Your assignment -
Exclude images, then output the remaining data verbatim.

'''

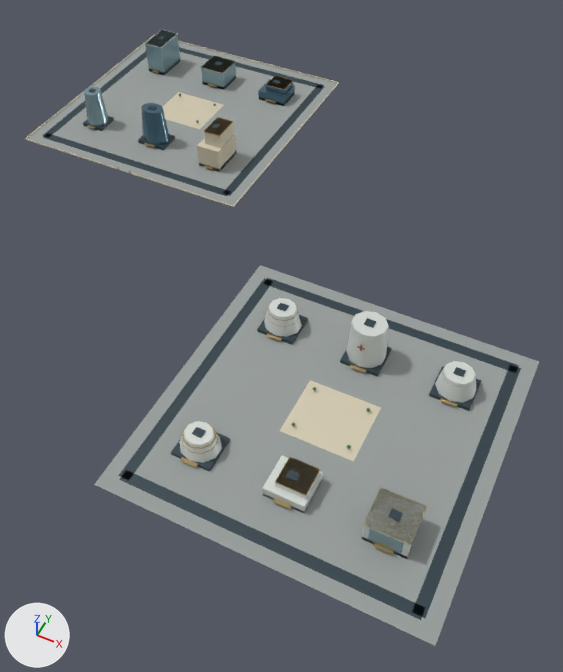
The glTF model web/public/assets/3d/ampliworld/GC-CITY-2030/GC-TILE-19-01.glb, before and after one commit.
Both versions are drawn from a camera (50 mm lens) standing at (9373.0, 13353.0, 644.0) and looking at (9087.0, 13924.0, -69.0). Lighting does not change. The marker at lower left points along +X, +Y and +Z. The picture after the commit comes second. Where no turn or scale is listed for an object, it has been applied to the vertices. Vertices at exactly the same position are counted once.

The first picture shows 'GC-TILE-19-01-blue', 'GC-TILE-19-01-dark', 'GC-TILE-19-01-glass', 'GC-TILE-19-01-gold', 'GC-TILE-19-01-ivory', 'GC-TILE-19-01-paving', 'GC-TILE-19-01-white' and 1 more.
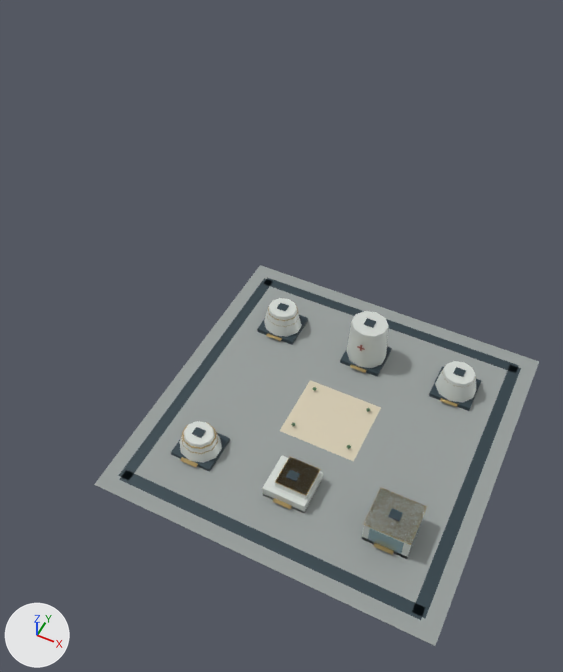
Edits to the bpy script that builds the scene:
```text
Change me_mesh_0:
    used by ob_gc_tile_19_01_paving; location = (0.0, 0.0, 0.0)
    remove me_mesh_0.from_pydata(...)  # 16 vertices, 24 faces; spans x 8621.0..9379.0, y 13621.0..14379.0, z 0.0
    add me_mesh_0.from_pydata(...)  # 8 vertices, 12 faces; spans x 9041.0..9379.0, y 13621.0..13959.0, z 0.0
    me_mesh_0 part 1: the loose piece of 8 vertices spanning x 8621.0..8959.0, y 14041.0..14379.0, z 0.0 is deleted
Change me_mesh_1:
    used by ob_gc_tile_19_01_dark; location = (0.0, 0.0, 0.0)
    remove me_mesh_1.from_pydata(...)  # 256 vertices, 384 faces; spans x 8636.0..9364.0, y 13636.0..14364.0, z 0.0..54.0
    add me_mesh_1.from_pydata(...)  # 128 vertices, 192 faces; spans x 9056.0..9364.0, y 13636.0..13944.0, z 0.0..54.0
    me_mesh_1 part 2: 16 loose pieces with 128 vertices, spanning x 8636.0..8944.0, y 14056.0..14364.0, z 0.0..54.0, are deleted
Change me_mesh_2:
    used by ob_gc_tile_19_01_ivory; location = (0.0, 0.0, 0.0)
    remove me_mesh_2.from_pydata(...)  # 72 vertices, 108 faces; spans x 8620.0..9250.0, y 13754.0..14380.0, z 0.0..53.0
    add me_mesh_2.from_pydata(...)  # 8 vertices, 12 faces; spans x 9170.0..9250.0, y 13754.0..13826.0, z 0.0
    me_mesh_2 part 3: 8 loose pieces with 64 vertices, spanning x 8620.0..8960.0, y 14040.0..14380.0, z 0.0..53.0, are deleted
Change me_mesh_5:
    used by ob_gc_tile_19_01_gold; location = (0.0, 0.0, 0.0)
    remove me_mesh_5.from_pydata(...)  # 548 vertices, 948 faces; spans x 8676.0..9332.0, y 13678.0..14322.0, z 0.0..53.0
    add me_mesh_5.from_pydata(...)  # 328 vertices, 576 faces; spans x 9091.0..9332.0, y 13678.0..13901.0, z 4.0..46.0
    me_mesh_5 part 5: 17 loose pieces with 220 vertices, spanning x 8676.0..8909.0, y 14040.0..14322.0, z 0.0..53.0, are deleted
Change me_mesh_6:
    used by ob_gc_tile_19_01_glass; location = (0.0, 0.0, 0.0)
    remove me_mesh_6.from_pydata(...)  # 134 vertices, 208 faces; spans x 8675.0..9332.0, y 13682.0..14326.0, z 0.0..52.0
    add me_mesh_6.from_pydata(...)  # 32 vertices, 48 faces; spans x 9288.0..9332.0, y 13682.0..13722.0, z 5.0..25.0
    me_mesh_6 part 6: 11 loose pieces with 102 vertices, spanning x 8675.0..8809.0, y 14106.0..14326.0, z 0.0..52.0, are deleted
Change me_mesh_7:
    used by ob_gc_tile_19_01_white; location = (0.0, 0.0, 0.0)
    remove me_mesh_7.from_pydata(...)  # 120 vertices, 208 faces; spans x 8675.0..9332.0, y 13682.0..14327.0, z 0.0..53.0
    add me_mesh_7.from_pydata(...)  # 112 vertices, 196 faces; spans x 9090.0..9332.0, y 13682.0..13902.0, z 0.0..53.0
    me_mesh_7 part 4: the loose piece of 8 vertices spanning x 8675.0..8705.0, y 14277.0..14327.0, z 46.0..47.0 is deleted
Remove ob_gc_tile_19_01_blue:
    ob_gc_tile_19_01_blue = bpy.data.objects.new('GC-TILE-19-01-blue', me_mesh_8)
    ob_gc_tile_19_01_blue.location = (0.0, 0.0, 0.0)
```

Location of each change, [x1, y1, x2, y2] in pixels of the pictures (563 x 672 px):
'GC-TILE-19-01-paving', reshaped (13% narrower, 37% shorter): before [27, 42, 539, 646]; after [94, 265, 539, 646]
'GC-TILE-19-01-dark', reshaped (16% narrower, 41% shorter): before [42, 36, 521, 620]; after [119, 278, 521, 620]
'GC-TILE-19-01-ivory', reshaped (71% narrower, 81% shorter): before [25, 35, 381, 461]; after [280, 380, 381, 461]
'GC-TILE-19-01-gold', reshaped (24% narrower, 50% shorter): before [87, 56, 476, 555]; after [180, 306, 476, 555]
'GC-TILE-19-01-glass', reshaped: before [84, 30, 423, 554]; after [368, 518, 423, 554]
'GC-TILE-19-01-blue', deleted: before [141, 76, 295, 145]
part 1 of me_mesh_0, deleted: before [27, 42, 337, 205]
part 2 of me_mesh_1, deleted: before [42, 36, 325, 196]
part 3 of me_mesh_2, deleted: before [25, 35, 339, 207]
part 4 of me_mesh_7, deleted: before [145, 30, 178, 48]
part 5 of me_mesh_5, deleted: before [87, 56, 293, 173]
part 6 of me_mesh_6, deleted: before [84, 30, 236, 126]

'''

Your response -
The glTF model web/public/assets/3d/ampliworld/GC-CITY-2030/GC-TILE-19-01.glb, before and after one commit.
Both versions are drawn from a camera (50 mm lens) standing at (9373.0, 13353.0, 644.0) and looking at (9087.0, 13924.0, -69.0). Lighting does not change. The marker at lower left points along +X, +Y and +Z. The picture after the commit comes second. Where no turn or scale is listed for an object, it has been applied to the vertices. Vertices at exactly the same position are counted once.

The first picture shows 'GC-TILE-19-01-blue', 'GC-TILE-19-01-dark', 'GC-TILE-19-01-glass', 'GC-TILE-19-01-gold', 'GC-TILE-19-01-ivory', 'GC-TILE-19-01-paving', 'GC-TILE-19-01-white' and 1 more.
Edits to the bpy script that builds the scene:
```text
Change me_mesh_0:
    used by ob_gc_tile_19_01_paving; location = (0.0, 0.0, 0.0)
    remove me_mesh_0.from_pydata(...)  # 16 vertices, 24 faces; spans x 8621.0..9379.0, y 13621.0..14379.0, z 0.0
    add me_mesh_0.from_pydata(...)  # 8 vertices, 12 faces; spans x 9041.0..9379.0, y 13621.0..13959.0, z 0.0
    me_mesh_0 part 1: the loose piece of 8 vertices spanning x 8621.0..8959.0, y 14041.0..14379.0, z 0.0 is deleted
Change me_mesh_1:
    used by ob_gc_tile_19_01_dark; location = (0.0, 0.0, 0.0)
    remove me_mesh_1.from_pydata(...)  # 256 vertices, 384 faces; spans x 8636.0..9364.0, y 13636.0..14364.0, z 0.0..54.0
    add me_mesh_1.from_pydata(...)  # 128 vertices, 192 faces; spans x 9056.0..9364.0, y 13636.0..13944.0, z 0.0..54.0
    me_mesh_1 part 2: 16 loose pieces with 128 vertices, spanning x 8636.0..8944.0, y 14056.0..14364.0, z 0.0..54.0, are deleted
Change me_mesh_2:
    used by ob_gc_tile_19_01_ivory; location = (0.0, 0.0, 0.0)
    remove me_mesh_2.from_pydata(...)  # 72 vertices, 108 faces; spans x 8620.0..9250.0, y 13754.0..14380.0, z 0.0..53.0
    add me_mesh_2.from_pydata(...)  # 8 vertices, 12 faces; spans x 9170.0..9250.0, y 13754.0..13826.0, z 0.0
    me_mesh_2 part 3: 8 loose pieces with 64 vertices, spanning x 8620.0..8960.0, y 14040.0..14380.0, z 0.0..53.0, are deleted
Change me_mesh_5:
    used by ob_gc_tile_19_01_gold; location = (0.0, 0.0, 0.0)
    remove me_mesh_5.from_pydata(...)  # 548 vertices, 948 faces; spans x 8676.0..9332.0, y 13678.0..14322.0, z 0.0..53.0
    add me_mesh_5.from_pydata(...)  # 328 vertices, 576 faces; spans x 9091.0..9332.0, y 13678.0..13901.0, z 4.0..46.0
    me_mesh_5 part 5: 17 loose pieces with 220 vertices, spanning x 8676.0..8909.0, y 14040.0..14322.0, z 0.0..53.0, are deleted
Change me_mesh_6:
    used by ob_gc_tile_19_01_glass; location = (0.0, 0.0, 0.0)
    remove me_mesh_6.from_pydata(...)  # 134 vertices, 208 faces; spans x 8675.0..9332.0, y 13682.0..14326.0, z 0.0..52.0
    add me_mesh_6.from_pydata(...)  # 32 vertices, 48 faces; spans x 9288.0..9332.0, y 13682.0..13722.0, z 5.0..25.0
    me_mesh_6 part 6: 11 loose pieces with 102 vertices, spanning x 8675.0..8809.0, y 14106.0..14326.0, z 0.0..52.0, are deleted
Change me_mesh_7:
    used by ob_gc_tile_19_01_white; location = (0.0, 0.0, 0.0)
    remove me_mesh_7.from_pydata(...)  # 120 vertices, 208 faces; spans x 8675.0..9332.0, y 13682.0..14327.0, z 0.0..53.0
    add me_mesh_7.from_pydata(...)  # 112 vertices, 196 faces; spans x 9090.0..9332.0, y 13682.0..13902.0, z 0.0..53.0
    me_mesh_7 part 4: the loose piece of 8 vertices spanning x 8675.0..8705.0, y 14277.0..14327.0, z 46.0..47.0 is deleted
Remove ob_gc_tile_19_01_blue:
    ob_gc_tile_19_01_blue = bpy.data.objects.new('GC-TILE-19-01-blue', me_mesh_8)
    ob_gc_tile_19_01_blue.location = (0.0, 0.0, 0.0)
```

Location of each change, [x1, y1, x2, y2] in pixels of the pictures (563 x 672 px):
'GC-TILE-19-01-paving', reshaped (13% narrower, 37% shorter): before [27, 42, 539, 646]; after [94, 265, 539, 646]
'GC-TILE-19-01-dark', reshaped (16% narrower, 41% shorter): before [42, 36, 521, 620]; after [119, 278, 521, 620]
'GC-TILE-19-01-ivory', reshaped (71% narrower, 81% shorter): before [25, 35, 381, 461]; after [280, 380, 381, 461]
'GC-TILE-19-01-gold', reshaped (24% narrower, 50% shorter): before [87, 56, 476, 555]; after [180, 306, 476, 555]
'GC-TILE-19-01-glass', reshaped: before [84, 30, 423, 554]; after [368, 518, 423, 554]
'GC-TILE-19-01-blue', deleted: before [141, 76, 295, 145]
part 1 of me_mesh_0, deleted: before [27, 42, 337, 205]
part 2 of me_mesh_1, deleted: before [42, 36, 325, 196]
part 3 of me_mesh_2, deleted: before [25, 35, 339, 207]
part 4 of me_mesh_7, deleted: before [145, 30, 178, 48]
part 5 of me_mesh_5, deleted: before [87, 56, 293, 173]
part 6 of me_mesh_6, deleted: before [84, 30, 236, 126]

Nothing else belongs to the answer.